→ Records
Start of Block
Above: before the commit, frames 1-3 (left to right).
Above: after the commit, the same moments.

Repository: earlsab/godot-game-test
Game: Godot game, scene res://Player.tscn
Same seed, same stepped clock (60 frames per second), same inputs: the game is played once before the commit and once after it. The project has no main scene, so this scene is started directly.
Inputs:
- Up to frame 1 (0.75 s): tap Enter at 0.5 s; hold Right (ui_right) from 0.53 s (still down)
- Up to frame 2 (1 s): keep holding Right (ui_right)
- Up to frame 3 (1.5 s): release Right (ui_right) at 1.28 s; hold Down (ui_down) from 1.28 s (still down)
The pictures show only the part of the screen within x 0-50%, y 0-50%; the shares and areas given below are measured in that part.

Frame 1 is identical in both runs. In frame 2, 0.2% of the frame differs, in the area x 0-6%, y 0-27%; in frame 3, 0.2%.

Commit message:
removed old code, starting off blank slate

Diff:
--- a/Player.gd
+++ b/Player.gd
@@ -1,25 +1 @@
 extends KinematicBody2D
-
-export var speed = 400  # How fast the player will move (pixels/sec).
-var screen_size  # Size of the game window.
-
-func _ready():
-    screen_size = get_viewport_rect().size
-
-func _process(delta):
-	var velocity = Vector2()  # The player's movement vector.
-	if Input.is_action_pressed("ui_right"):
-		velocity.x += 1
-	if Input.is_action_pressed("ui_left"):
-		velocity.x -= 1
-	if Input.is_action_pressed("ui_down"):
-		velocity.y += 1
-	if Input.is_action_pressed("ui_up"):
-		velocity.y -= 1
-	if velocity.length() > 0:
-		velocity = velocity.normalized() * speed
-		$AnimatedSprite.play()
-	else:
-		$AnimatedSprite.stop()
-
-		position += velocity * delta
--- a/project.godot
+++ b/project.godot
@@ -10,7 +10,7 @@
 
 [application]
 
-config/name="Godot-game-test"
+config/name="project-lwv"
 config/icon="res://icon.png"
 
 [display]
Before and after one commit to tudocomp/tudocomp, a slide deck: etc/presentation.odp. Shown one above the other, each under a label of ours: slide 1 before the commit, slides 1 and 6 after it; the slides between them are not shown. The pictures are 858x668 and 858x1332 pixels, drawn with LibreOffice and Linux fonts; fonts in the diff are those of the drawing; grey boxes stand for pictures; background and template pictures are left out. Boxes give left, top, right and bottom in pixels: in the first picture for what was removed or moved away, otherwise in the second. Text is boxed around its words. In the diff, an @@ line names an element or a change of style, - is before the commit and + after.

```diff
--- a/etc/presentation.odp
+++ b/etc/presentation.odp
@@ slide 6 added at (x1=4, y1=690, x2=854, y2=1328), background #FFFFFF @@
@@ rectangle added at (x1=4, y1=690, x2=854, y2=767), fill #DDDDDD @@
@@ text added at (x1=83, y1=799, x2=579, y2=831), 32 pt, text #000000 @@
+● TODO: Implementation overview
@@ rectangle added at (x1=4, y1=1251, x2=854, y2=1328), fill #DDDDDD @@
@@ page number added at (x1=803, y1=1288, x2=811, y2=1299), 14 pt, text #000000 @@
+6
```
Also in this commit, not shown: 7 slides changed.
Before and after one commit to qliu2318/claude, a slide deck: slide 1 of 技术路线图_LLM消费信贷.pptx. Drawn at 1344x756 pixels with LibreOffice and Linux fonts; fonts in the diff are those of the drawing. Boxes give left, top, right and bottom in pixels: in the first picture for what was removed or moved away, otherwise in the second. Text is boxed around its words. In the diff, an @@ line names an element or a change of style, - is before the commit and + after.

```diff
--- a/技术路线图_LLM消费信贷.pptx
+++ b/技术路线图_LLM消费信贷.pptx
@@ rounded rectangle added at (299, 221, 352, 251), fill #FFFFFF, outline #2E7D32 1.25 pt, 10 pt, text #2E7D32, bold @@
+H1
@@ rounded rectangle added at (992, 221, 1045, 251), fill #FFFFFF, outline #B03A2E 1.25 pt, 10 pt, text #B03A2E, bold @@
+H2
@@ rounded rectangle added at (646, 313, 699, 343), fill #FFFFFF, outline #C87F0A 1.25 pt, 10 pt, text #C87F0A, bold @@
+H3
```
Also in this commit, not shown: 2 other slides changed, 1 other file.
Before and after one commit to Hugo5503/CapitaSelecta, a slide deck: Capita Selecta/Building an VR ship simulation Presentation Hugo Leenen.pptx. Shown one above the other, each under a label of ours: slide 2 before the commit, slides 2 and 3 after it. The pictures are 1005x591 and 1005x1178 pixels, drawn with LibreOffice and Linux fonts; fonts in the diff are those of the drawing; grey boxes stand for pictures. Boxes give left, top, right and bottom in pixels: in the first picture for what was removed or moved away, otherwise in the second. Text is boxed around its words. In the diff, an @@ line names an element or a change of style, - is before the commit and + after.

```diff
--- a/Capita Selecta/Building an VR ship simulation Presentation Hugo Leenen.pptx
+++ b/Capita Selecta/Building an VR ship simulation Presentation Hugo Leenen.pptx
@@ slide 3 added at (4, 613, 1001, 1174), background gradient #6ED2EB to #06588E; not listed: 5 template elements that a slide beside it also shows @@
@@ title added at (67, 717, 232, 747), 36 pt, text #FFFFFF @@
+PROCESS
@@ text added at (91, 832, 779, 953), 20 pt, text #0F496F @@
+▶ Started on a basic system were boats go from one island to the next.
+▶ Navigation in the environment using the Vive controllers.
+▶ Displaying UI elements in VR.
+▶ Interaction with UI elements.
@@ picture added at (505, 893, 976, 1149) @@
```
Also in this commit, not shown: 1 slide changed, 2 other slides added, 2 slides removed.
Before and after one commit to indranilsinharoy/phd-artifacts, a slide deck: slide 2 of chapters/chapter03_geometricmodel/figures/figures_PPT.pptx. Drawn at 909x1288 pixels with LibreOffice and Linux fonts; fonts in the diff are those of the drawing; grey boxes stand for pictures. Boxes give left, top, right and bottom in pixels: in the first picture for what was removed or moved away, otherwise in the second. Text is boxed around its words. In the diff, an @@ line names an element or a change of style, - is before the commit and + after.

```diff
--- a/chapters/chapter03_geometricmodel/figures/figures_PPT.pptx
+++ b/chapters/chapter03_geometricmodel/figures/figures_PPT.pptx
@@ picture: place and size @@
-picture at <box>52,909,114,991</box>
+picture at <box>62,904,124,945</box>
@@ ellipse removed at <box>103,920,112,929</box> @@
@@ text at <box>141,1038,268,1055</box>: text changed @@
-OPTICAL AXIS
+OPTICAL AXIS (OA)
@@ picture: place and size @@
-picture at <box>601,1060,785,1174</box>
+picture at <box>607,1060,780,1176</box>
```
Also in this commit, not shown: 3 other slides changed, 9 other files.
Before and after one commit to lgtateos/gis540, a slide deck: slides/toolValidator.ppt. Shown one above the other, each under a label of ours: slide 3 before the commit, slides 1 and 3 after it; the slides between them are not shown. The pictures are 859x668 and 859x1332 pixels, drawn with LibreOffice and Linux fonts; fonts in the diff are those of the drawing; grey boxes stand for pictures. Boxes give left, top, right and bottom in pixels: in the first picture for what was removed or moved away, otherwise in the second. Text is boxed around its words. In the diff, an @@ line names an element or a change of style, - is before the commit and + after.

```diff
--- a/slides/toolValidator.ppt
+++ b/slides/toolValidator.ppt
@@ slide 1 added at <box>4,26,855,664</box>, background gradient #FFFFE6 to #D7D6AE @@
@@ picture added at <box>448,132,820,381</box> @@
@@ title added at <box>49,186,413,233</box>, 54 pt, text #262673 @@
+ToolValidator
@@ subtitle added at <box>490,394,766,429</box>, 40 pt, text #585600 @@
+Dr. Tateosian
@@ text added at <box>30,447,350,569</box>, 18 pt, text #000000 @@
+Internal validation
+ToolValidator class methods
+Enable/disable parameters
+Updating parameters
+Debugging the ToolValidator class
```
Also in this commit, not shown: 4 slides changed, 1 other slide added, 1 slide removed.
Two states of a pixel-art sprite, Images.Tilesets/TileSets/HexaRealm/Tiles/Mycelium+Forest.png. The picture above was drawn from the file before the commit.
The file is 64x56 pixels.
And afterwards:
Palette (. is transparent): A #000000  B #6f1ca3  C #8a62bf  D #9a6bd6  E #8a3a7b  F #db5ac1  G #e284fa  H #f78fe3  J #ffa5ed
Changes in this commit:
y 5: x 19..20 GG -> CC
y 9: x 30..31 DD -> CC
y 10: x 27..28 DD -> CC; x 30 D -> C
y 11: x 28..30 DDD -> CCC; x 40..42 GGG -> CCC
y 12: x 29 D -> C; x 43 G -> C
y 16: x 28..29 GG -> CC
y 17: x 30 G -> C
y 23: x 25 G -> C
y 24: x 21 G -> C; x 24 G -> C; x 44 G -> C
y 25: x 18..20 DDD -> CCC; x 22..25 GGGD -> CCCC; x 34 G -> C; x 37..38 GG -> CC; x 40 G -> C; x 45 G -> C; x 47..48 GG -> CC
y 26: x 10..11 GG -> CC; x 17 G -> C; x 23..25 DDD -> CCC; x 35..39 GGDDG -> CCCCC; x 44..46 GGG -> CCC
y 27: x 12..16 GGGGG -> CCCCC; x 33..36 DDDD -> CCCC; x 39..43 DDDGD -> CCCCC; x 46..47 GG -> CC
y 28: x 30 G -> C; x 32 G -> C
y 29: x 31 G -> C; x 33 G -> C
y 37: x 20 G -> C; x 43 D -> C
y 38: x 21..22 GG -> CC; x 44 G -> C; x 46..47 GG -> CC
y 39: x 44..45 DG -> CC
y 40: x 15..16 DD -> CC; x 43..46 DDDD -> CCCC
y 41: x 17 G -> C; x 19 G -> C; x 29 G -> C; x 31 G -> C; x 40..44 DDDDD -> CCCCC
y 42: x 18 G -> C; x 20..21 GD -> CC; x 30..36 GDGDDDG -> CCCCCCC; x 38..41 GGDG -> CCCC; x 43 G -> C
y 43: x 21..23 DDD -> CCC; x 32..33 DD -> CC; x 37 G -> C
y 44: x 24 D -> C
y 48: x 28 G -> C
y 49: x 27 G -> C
End of Block
→ Assignment
Tally the lines of the records that contain "speed", then write only the total.

→ Completed task
2